[Stored data]
>>>>

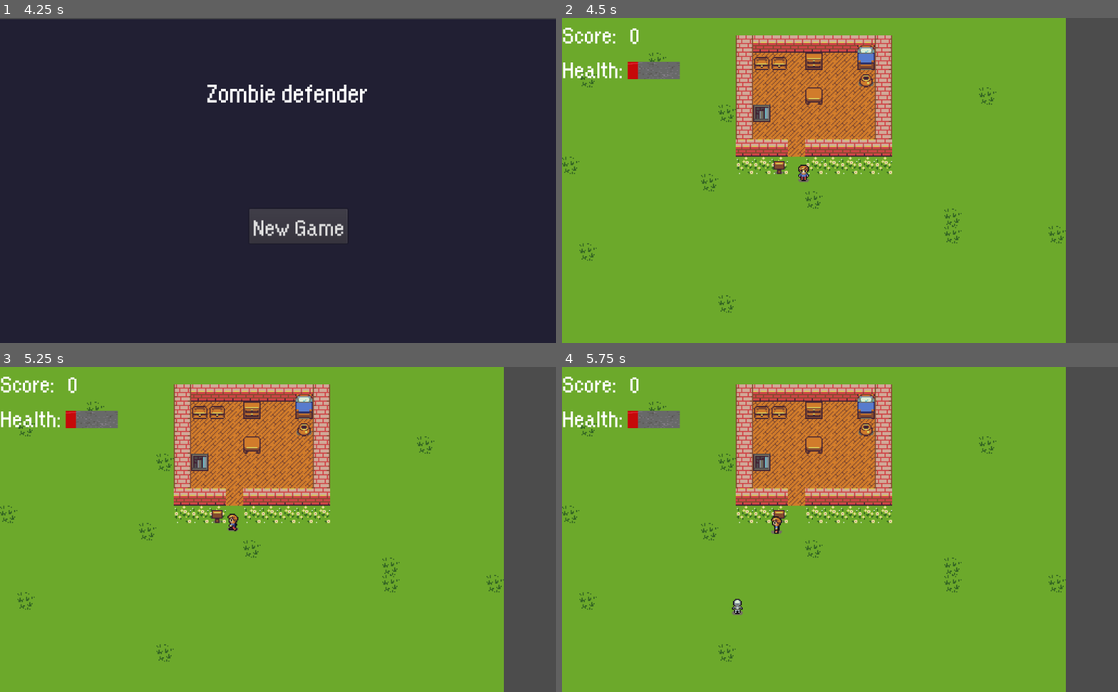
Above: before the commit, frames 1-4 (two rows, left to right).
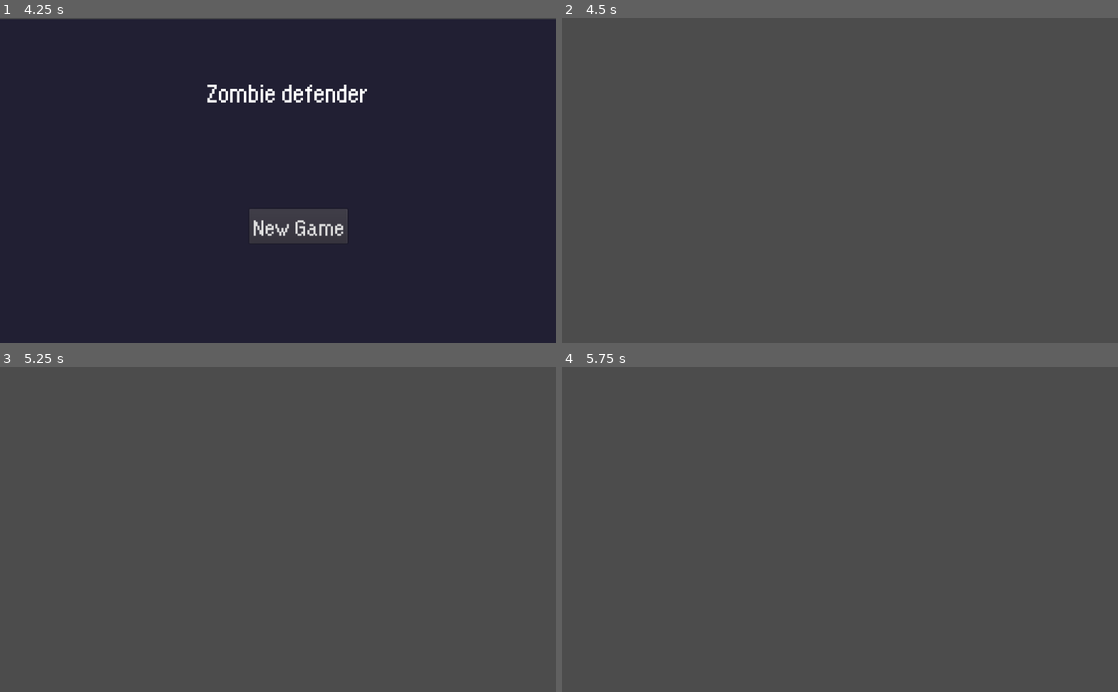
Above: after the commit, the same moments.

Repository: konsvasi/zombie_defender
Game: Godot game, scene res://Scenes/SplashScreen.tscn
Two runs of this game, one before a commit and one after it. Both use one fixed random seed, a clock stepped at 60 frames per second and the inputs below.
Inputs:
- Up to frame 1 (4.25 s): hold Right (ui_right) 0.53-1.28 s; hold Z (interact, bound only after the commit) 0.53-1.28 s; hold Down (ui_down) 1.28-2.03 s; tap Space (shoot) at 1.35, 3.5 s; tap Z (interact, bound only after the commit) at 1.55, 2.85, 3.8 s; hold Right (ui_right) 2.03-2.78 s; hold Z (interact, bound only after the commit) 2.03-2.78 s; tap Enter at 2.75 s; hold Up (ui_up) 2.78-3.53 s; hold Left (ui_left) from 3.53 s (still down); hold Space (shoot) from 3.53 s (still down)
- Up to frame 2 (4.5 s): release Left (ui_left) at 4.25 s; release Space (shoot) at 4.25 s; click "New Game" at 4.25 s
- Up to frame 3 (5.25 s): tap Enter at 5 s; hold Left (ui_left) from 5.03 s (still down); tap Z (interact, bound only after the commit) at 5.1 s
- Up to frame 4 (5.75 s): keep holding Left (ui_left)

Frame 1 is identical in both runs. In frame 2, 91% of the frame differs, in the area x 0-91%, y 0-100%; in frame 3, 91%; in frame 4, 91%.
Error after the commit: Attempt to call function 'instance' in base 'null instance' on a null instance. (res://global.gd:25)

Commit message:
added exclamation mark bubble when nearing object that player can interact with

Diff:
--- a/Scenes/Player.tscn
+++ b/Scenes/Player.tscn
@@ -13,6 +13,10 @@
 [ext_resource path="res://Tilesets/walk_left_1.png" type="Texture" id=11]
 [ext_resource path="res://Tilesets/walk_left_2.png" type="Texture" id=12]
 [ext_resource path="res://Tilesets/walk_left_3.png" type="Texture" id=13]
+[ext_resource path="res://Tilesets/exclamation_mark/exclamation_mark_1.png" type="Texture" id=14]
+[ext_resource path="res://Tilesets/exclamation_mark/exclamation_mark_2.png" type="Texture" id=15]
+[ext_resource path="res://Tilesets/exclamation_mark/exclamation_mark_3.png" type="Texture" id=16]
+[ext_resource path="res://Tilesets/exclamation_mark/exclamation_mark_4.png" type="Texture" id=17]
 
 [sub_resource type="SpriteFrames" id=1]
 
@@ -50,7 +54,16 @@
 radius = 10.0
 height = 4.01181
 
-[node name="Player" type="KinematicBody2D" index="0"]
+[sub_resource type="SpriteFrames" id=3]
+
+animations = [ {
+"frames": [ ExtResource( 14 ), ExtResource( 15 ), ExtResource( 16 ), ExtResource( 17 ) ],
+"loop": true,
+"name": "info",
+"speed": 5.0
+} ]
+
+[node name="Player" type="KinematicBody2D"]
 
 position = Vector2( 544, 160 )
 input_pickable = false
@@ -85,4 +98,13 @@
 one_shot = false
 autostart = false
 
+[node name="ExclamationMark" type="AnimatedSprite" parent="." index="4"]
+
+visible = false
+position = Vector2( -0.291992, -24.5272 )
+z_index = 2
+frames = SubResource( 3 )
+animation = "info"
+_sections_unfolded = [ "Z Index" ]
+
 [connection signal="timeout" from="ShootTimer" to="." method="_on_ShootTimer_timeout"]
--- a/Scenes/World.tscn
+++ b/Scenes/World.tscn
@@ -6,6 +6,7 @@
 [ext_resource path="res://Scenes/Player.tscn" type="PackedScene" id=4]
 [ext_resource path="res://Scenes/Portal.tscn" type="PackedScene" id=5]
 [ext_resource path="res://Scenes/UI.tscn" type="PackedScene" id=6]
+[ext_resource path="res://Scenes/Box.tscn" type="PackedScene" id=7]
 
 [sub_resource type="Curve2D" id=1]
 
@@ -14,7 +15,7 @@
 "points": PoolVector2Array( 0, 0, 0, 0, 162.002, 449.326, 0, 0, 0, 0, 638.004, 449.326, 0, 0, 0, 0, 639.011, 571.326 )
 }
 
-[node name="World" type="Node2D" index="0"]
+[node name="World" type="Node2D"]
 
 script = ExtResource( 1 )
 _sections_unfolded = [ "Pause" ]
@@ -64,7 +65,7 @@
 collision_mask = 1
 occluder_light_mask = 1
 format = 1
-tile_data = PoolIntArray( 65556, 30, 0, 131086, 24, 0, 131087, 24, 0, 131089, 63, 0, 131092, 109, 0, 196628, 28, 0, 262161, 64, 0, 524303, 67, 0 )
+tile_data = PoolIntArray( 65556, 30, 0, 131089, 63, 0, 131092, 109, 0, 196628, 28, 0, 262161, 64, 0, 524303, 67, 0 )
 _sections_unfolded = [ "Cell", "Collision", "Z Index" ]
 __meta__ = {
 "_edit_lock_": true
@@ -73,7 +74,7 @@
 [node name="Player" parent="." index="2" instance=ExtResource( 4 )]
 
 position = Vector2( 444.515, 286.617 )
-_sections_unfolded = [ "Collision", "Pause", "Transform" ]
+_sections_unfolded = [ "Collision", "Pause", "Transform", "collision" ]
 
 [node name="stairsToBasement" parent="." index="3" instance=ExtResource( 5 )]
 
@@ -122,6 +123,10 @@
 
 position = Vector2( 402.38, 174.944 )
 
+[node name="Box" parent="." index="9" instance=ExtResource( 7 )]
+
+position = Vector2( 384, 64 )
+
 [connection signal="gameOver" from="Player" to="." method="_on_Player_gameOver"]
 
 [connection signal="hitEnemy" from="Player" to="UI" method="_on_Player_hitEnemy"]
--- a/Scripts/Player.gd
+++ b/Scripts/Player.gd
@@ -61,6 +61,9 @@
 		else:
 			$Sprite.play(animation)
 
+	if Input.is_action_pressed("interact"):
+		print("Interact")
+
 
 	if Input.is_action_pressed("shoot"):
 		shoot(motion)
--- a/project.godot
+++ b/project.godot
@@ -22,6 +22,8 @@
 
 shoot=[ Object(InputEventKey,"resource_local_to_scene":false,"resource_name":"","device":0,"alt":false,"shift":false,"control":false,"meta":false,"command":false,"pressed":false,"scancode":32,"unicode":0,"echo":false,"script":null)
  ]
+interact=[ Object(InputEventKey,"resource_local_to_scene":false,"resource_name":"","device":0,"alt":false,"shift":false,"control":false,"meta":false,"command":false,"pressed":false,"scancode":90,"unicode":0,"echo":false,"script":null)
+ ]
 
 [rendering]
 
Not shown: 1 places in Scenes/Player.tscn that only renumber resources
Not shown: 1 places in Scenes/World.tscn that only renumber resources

<<<<

_The task_. Please repeat each record exactly and keep every picture out of the copy.

_Response area_.
Above: before the commit, frames 1-4 (two rows, left to right).
Above: after the commit, the same moments.

Repository: konsvasi/zombie_defender
Game: Godot game, scene res://Scenes/SplashScreen.tscn
Two runs of this game, one before a commit and one after it. Both use one fixed random seed, a clock stepped at 60 frames per second and the inputs below.
Inputs:
- Up to frame 1 (4.25 s): hold Right (ui_right) 0.53-1.28 s; hold Z (interact, bound only after the commit) 0.53-1.28 s; hold Down (ui_down) 1.28-2.03 s; tap Space (shoot) at 1.35, 3.5 s; tap Z (interact, bound only after the commit) at 1.55, 2.85, 3.8 s; hold Right (ui_right) 2.03-2.78 s; hold Z (interact, bound only after the commit) 2.03-2.78 s; tap Enter at 2.75 s; hold Up (ui_up) 2.78-3.53 s; hold Left (ui_left) from 3.53 s (still down); hold Space (shoot) from 3.53 s (still down)
- Up to frame 2 (4.5 s): release Left (ui_left) at 4.25 s; release Space (shoot) at 4.25 s; click "New Game" at 4.25 s
- Up to frame 3 (5.25 s): tap Enter at 5 s; hold Left (ui_left) from 5.03 s (still down); tap Z (interact, bound only after the commit) at 5.1 s
- Up to frame 4 (5.75 s): keep holding Left (ui_left)

Frame 1 is identical in both runs. In frame 2, 91% of the frame differs, in the area x 0-91%, y 0-100%; in frame 3, 91%; in frame 4, 91%.
Error after the commit: Attempt to call function 'instance' in base 'null instance' on a null instance. (res://global.gd:25)

Commit message:
added exclamation mark bubble when nearing object that player can interact with

Diff:
--- a/Scenes/Player.tscn
+++ b/Scenes/Player.tscn
@@ -13,6 +13,10 @@
 [ext_resource path="res://Tilesets/walk_left_1.png" type="Texture" id=11]
 [ext_resource path="res://Tilesets/walk_left_2.png" type="Texture" id=12]
 [ext_resource path="res://Tilesets/walk_left_3.png" type="Texture" id=13]
+[ext_resource path="res://Tilesets/exclamation_mark/exclamation_mark_1.png" type="Texture" id=14]
+[ext_resource path="res://Tilesets/exclamation_mark/exclamation_mark_2.png" type="Texture" id=15]
+[ext_resource path="res://Tilesets/exclamation_mark/exclamation_mark_3.png" type="Texture" id=16]
+[ext_resource path="res://Tilesets/exclamation_mark/exclamation_mark_4.png" type="Texture" id=17]
 
 [sub_resource type="SpriteFrames" id=1]
 
@@ -50,7 +54,16 @@
 radius = 10.0
 height = 4.01181
 
-[node name="Player" type="KinematicBody2D" index="0"]
+[sub_resource type="SpriteFrames" id=3]
+
+animations = [ {
+"frames": [ ExtResource( 14 ), ExtResource( 15 ), ExtResource( 16 ), ExtResource( 17 ) ],
+"loop": true,
+"name": "info",
+"speed": 5.0
+} ]
+
+[node name="Player" type="KinematicBody2D"]
 
 position = Vector2( 544, 160 )
 input_pickable = false
@@ -85,4 +98,13 @@
 one_shot = false
 autostart = false
 
+[node name="ExclamationMark" type="AnimatedSprite" parent="." index="4"]
+
+visible = false
+position = Vector2( -0.291992, -24.5272 )
+z_index = 2
+frames = SubResource( 3 )
+animation = "info"
+_sections_unfolded = [ "Z Index" ]
+
 [connection signal="timeout" from="ShootTimer" to="." method="_on_ShootTimer_timeout"]
--- a/Scenes/World.tscn
+++ b/Scenes/World.tscn
@@ -6,6 +6,7 @@
 [ext_resource path="res://Scenes/Player.tscn" type="PackedScene" id=4]
 [ext_resource path="res://Scenes/Portal.tscn" type="PackedScene" id=5]
 [ext_resource path="res://Scenes/UI.tscn" type="PackedScene" id=6]
+[ext_resource path="res://Scenes/Box.tscn" type="PackedScene" id=7]
 
 [sub_resource type="Curve2D" id=1]
 
@@ -14,7 +15,7 @@
 "points": PoolVector2Array( 0, 0, 0, 0, 162.002, 449.326, 0, 0, 0, 0, 638.004, 449.326, 0, 0, 0, 0, 639.011, 571.326 )
 }
 
-[node name="World" type="Node2D" index="0"]
+[node name="World" type="Node2D"]
 
 script = ExtResource( 1 )
 _sections_unfolded = [ "Pause" ]
@@ -64,7 +65,7 @@
 collision_mask = 1
 occluder_light_mask = 1
 format = 1
-tile_data = PoolIntArray( 65556, 30, 0, 131086, 24, 0, 131087, 24, 0, 131089, 63, 0, 131092, 109, 0, 196628, 28, 0, 262161, 64, 0, 524303, 67, 0 )
+tile_data = PoolIntArray( 65556, 30, 0, 131089, 63, 0, 131092, 109, 0, 196628, 28, 0, 262161, 64, 0, 524303, 67, 0 )
 _sections_unfolded = [ "Cell", "Collision", "Z Index" ]
 __meta__ = {
 "_edit_lock_": true
@@ -73,7 +74,7 @@
 [node name="Player" parent="." index="2" instance=ExtResource( 4 )]
 
 position = Vector2( 444.515, 286.617 )
-_sections_unfolded = [ "Collision", "Pause", "Transform" ]
+_sections_unfolded = [ "Collision", "Pause", "Transform", "collision" ]
 
 [node name="stairsToBasement" parent="." index="3" instance=ExtResource( 5 )]
 
@@ -122,6 +123,10 @@
 
 position = Vector2( 402.38, 174.944 )
 
+[node name="Box" parent="." index="9" instance=ExtResource( 7 )]
+
+position = Vector2( 384, 64 )
+
 [connection signal="gameOver" from="Player" to="." method="_on_Player_gameOver"]
 
 [connection signal="hitEnemy" from="Player" to="UI" method="_on_Player_hitEnemy"]
--- a/Scripts/Player.gd
+++ b/Scripts/Player.gd
@@ -61,6 +61,9 @@
 		else:
 			$Sprite.play(animation)
 
+	if Input.is_action_pressed("interact"):
+		print("Interact")
+
 
 	if Input.is_action_pressed("shoot"):
 		shoot(motion)
--- a/project.godot
+++ b/project.godot
@@ -22,6 +22,8 @@
 
 shoot=[ Object(InputEventKey,"resource_local_to_scene":false,"resource_name":"","device":0,"alt":false,"shift":false,"control":false,"meta":false,"command":false,"pressed":false,"scancode":32,"unicode":0,"echo":false,"script":null)
  ]
+interact=[ Object(InputEventKey,"resource_local_to_scene":false,"resource_name":"","device":0,"alt":false,"shift":false,"control":false,"meta":false,"command":false,"pressed":false,"scancode":90,"unicode":0,"echo":false,"script":null)
+ ]
 
 [rendering]
 
Not shown: 1 places in Scenes/Player.tscn that only renumber resources
Not shown: 1 places in Scenes/World.tscn that only renumber resources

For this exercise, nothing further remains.